_TASK INSTRUCTIONS_: Find the string "fach" in the entries and copy each line that has it.
+++++
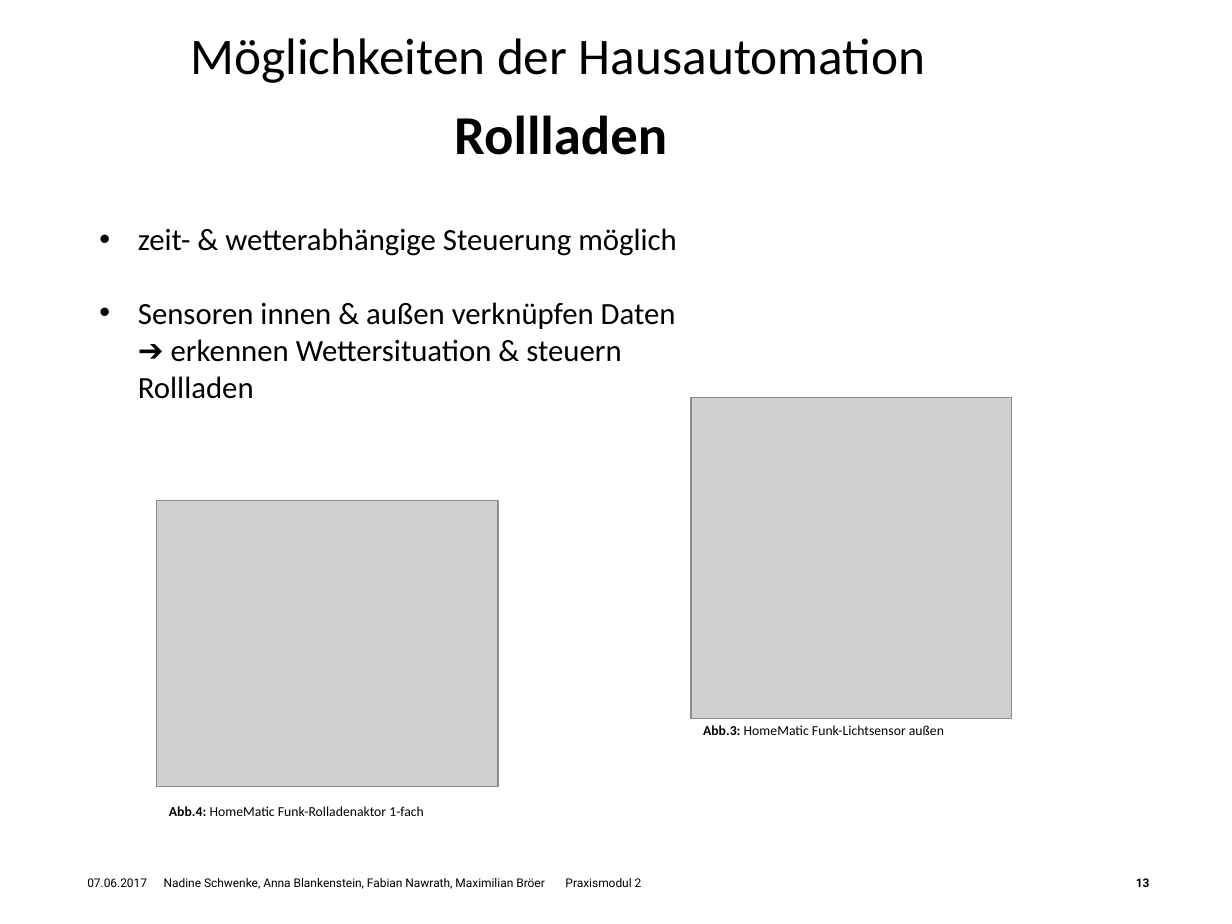
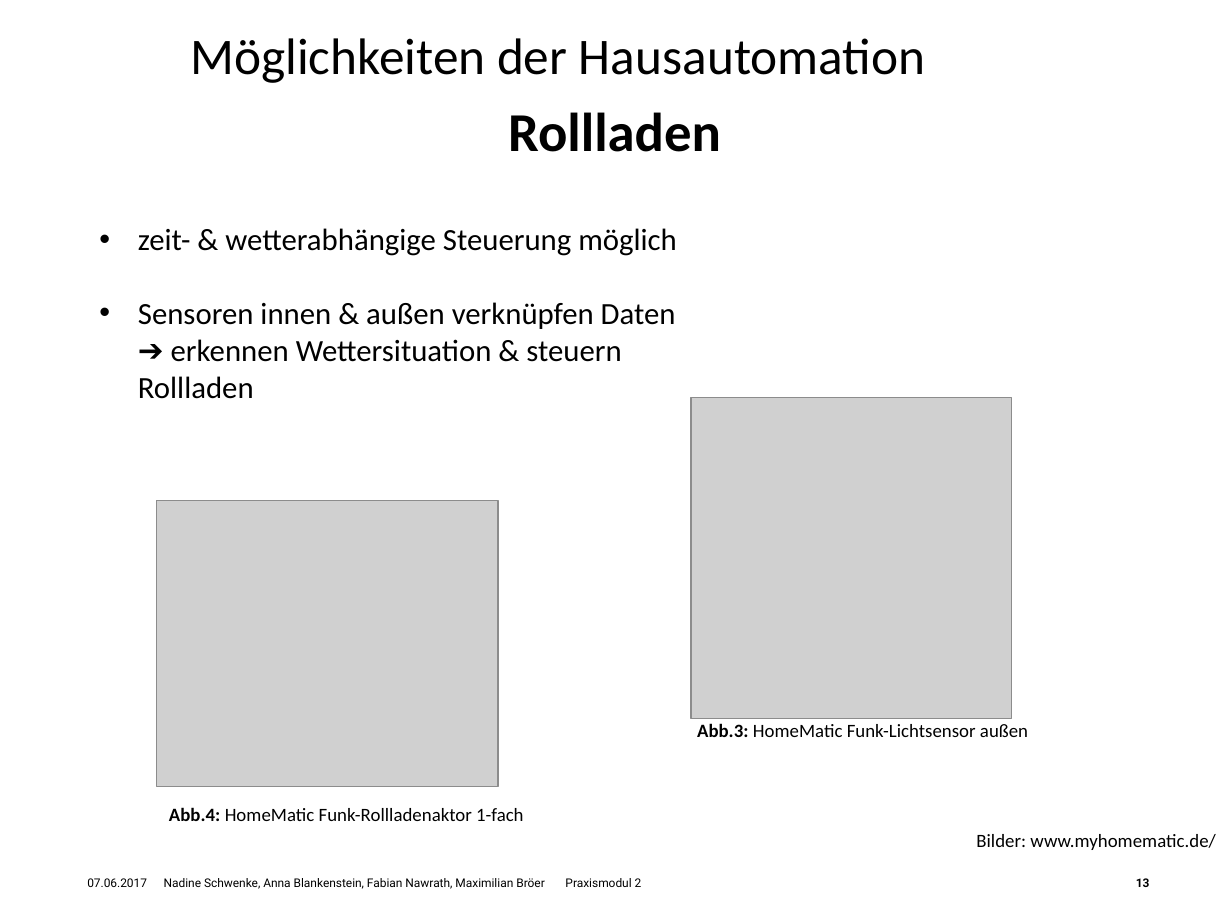
Before and after one commit to Nawygator/Praxisseminar, a slide deck: slide 13 of HSHL_Hausautomationssysteme.potx.pptx. Drawn at 1232x924 pixels with LibreOffice and Linux fonts; fonts in the diff are those of the drawing; grey boxes stand for pictures; background and template pictures are left out. Boxes give left, top, right and bottom in pixels: in the first picture for what was removed or moved away, otherwise in the second. Text is boxed around its words. In the diff, an @@ line names an element or a change of style, - is before the commit and + after.

```diff
--- a/HSHL_Hausautomationssysteme.potx.pptx
+++ b/HSHL_Hausautomationssysteme.potx.pptx
@@ text "Rollladen": place and size @@
-text "Rollladen" at [454, 115, 667, 155]
+text "Rollladen" at [508, 112, 721, 152]
@@ text "Abb.3: HomeMatic Funk-Lichtsensor außen" at [697, 723, 1028, 737]: size 8 to 11 pt @@
@@ text at [169, 807, 523, 821]: text changed; size 8 to 11 pt @@
-Abb.4: HomeMatic Funk-Rolladenaktor 1-fach
+Abb.4: HomeMatic Funk-Rollladenaktor 1-fach
@@ text added at [976, 834, 1215, 850], 11 pt, text #000000 @@
+Bilder: www.myhomematic.de/
```
Also in this commit, not shown: 9 other slides changed, 1 other file.
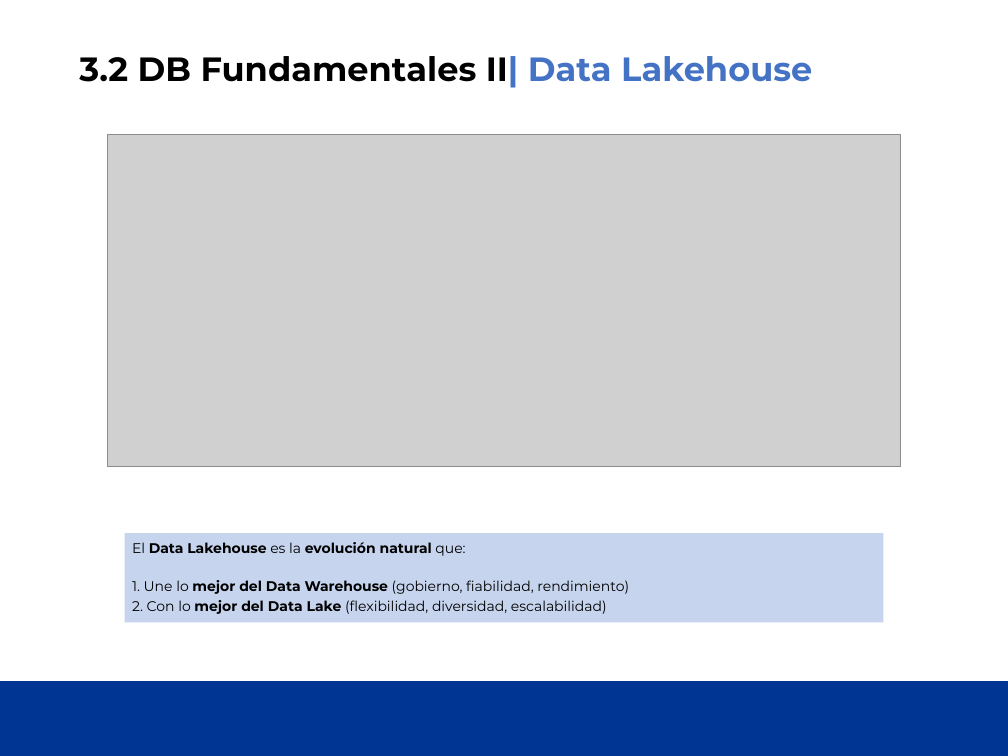
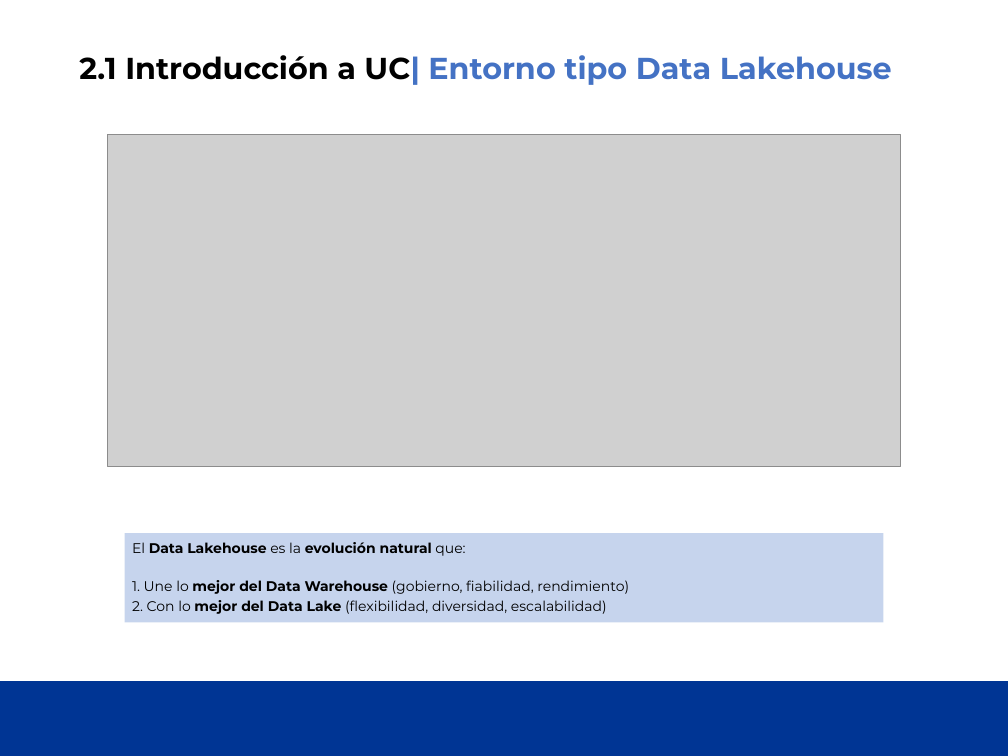
Before and after one commit to cpl-ceste/databricks_governance, a slide deck: slide 6 of UC_Course_Sesion1/UCDatabrick - Sesion 1.pptx (slide 7 before the commit). Drawn at 1008x756 pixels with LibreOffice and Linux fonts; fonts in the diff are those of the drawing; grey boxes stand for pictures; background and template pictures are left out. Boxes give left, top, right and bottom in pixels: in the first picture for what was removed or moved away, otherwise in the second. Text is boxed around its words. In the diff, an @@ line names an element or a change of style, - is before the commit and + after.

```diff
--- a/UC_Course_Sesion1/UCDatabrick - Sesion 1.pptx
+++ b/UC_Course_Sesion1/UCDatabrick - Sesion 1.pptx
@@ title at bbox=[79, 55, 892, 85]: text changed; size 24 to 21.6 pt; text colour #000000 to #4472C4 @@
-3.2 DB Fundamentales II| Data Lakehouse
+2.1 Introducción a UC| Entorno tipo Data Lakehouse
```
Also in this commit, not shown: 9 other slides changed, 4 slides added, 1 other file.
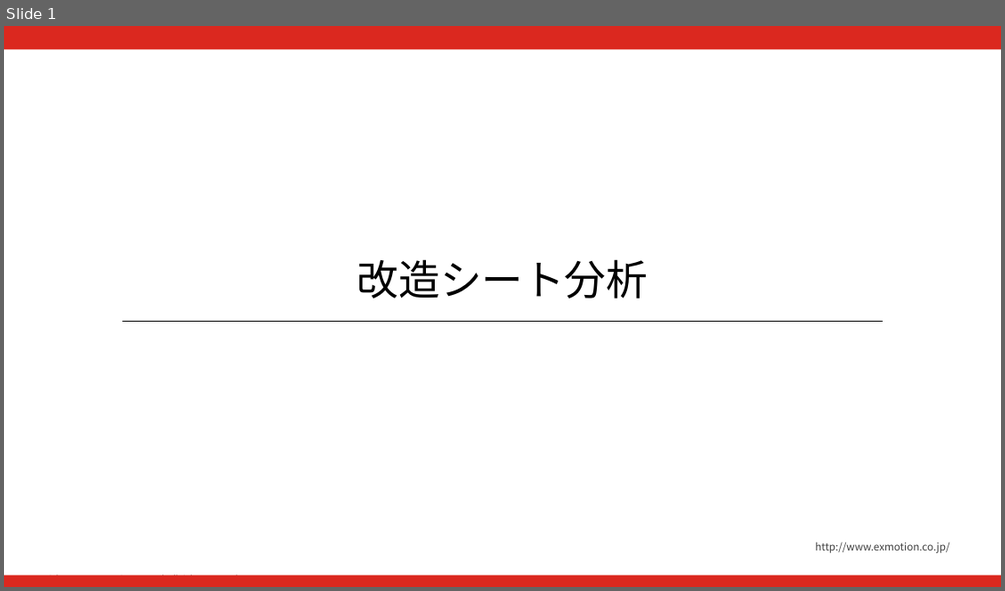
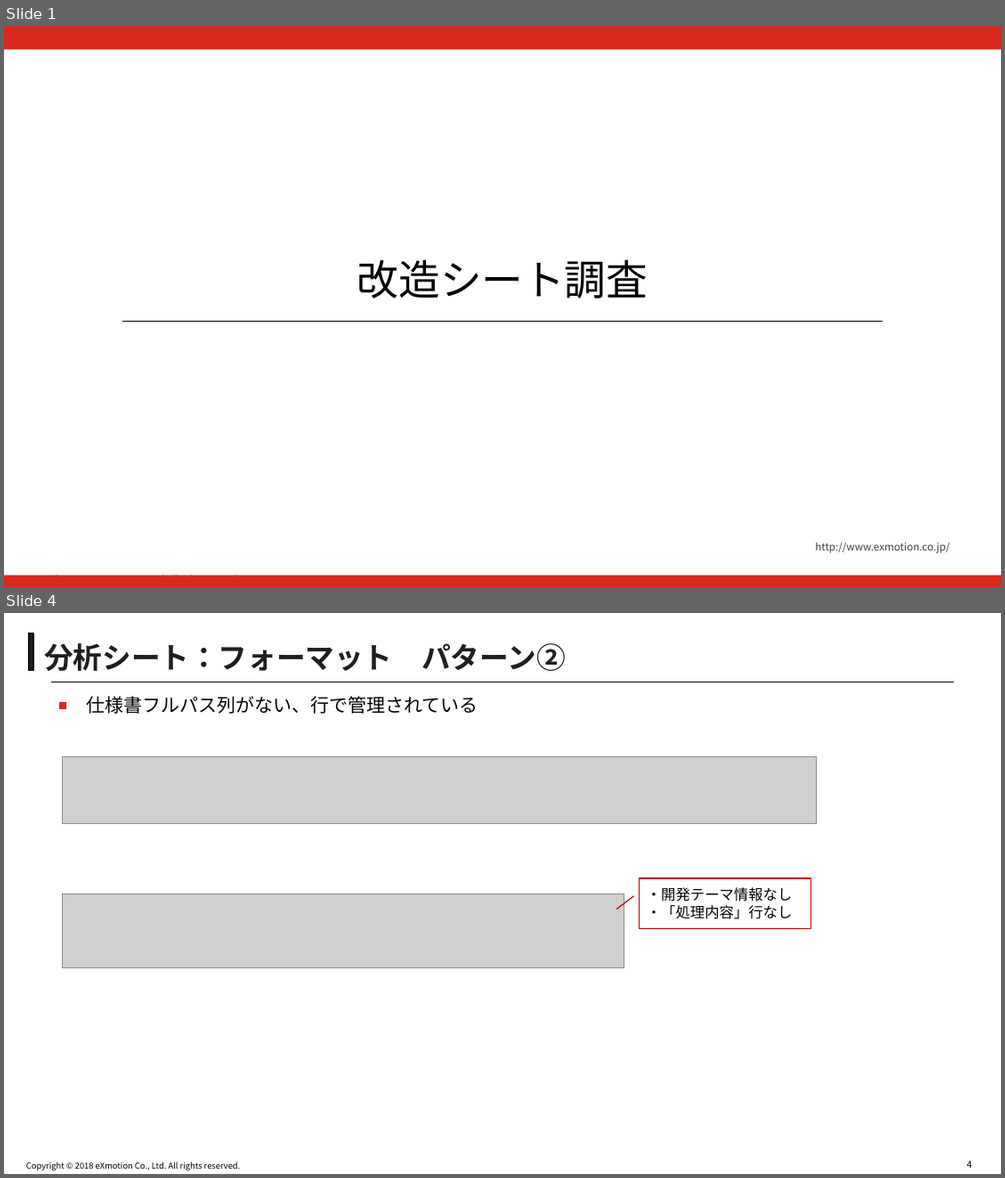
Before and after one commit to akirasueyoshi/nikon_work, a slide deck: 改造シート_exmPC.pptx. Shown one above the other, each under a label of ours: slide 1 before the commit, slides 1 and 4 after it; the slides between them are not shown. The pictures are 1005x591 and 1005x1178 pixels, drawn with LibreOffice and Linux fonts; fonts in the diff are those of the drawing; grey boxes stand for pictures; background and template pictures are left out. Boxes give left, top, right and bottom in pixels: in the first picture for what was removed or moved away, otherwise in the second. Text is boxed around its words. In the diff, an @@ line names an element or a change of style, - is before the commit and + after.

```diff
--- a/改造シート_exmPC.pptx
+++ b/改造シート_exmPC.pptx
@@ slide 4 added at (4, 613, 1001, 1174), background #FFFFFF; not listed: 1 template element that a slide beside it also shows @@
@@ rectangle added at (29, 634, 34, 671), fill #1E1E1E, outline #000000 1.5 pt @@
@@ title added at (44, 643, 566, 671), 28 pt, text #1E1E1E, bold @@
+分析シート：フォーマット パターン②
@@ line added from (51, 682) to (954, 682), #000000 0.75 pt @@
@@ text added at (87, 696, 478, 714), 18 pt, text #000000 @@
+■ 仕様書フルパス列がない、行で管理されている
@@ picture added at (63, 757, 816, 824) @@
@@ border callout added at (639, 878, 810, 929), fill #FFFFFF, outline #C00000 1 pt, 14 pt, text #000000 @@
+・開発テーマ情報なし
+・「処理内容」行なし
@@ picture added at (63, 893, 624, 967) @@
@@ page number added at (967, 1160, 972, 1167), 9 pt, text #000000 @@
+4
@@ slide 1 changed as well @@
@@ title at (357, 259, 647, 298): text changed @@
-改造シート分析
+改造シート調査
```
Also in this commit, not shown: 3 other slides changed, 4 other slides added, 1 slide removed.
+++++
_RESPONSE TO THE EXERCISE_:
-Abb.4: HomeMatic Funk-Rolladenaktor 1-fach
+Abb.4: HomeMatic Funk-Rollladenaktor 1-fach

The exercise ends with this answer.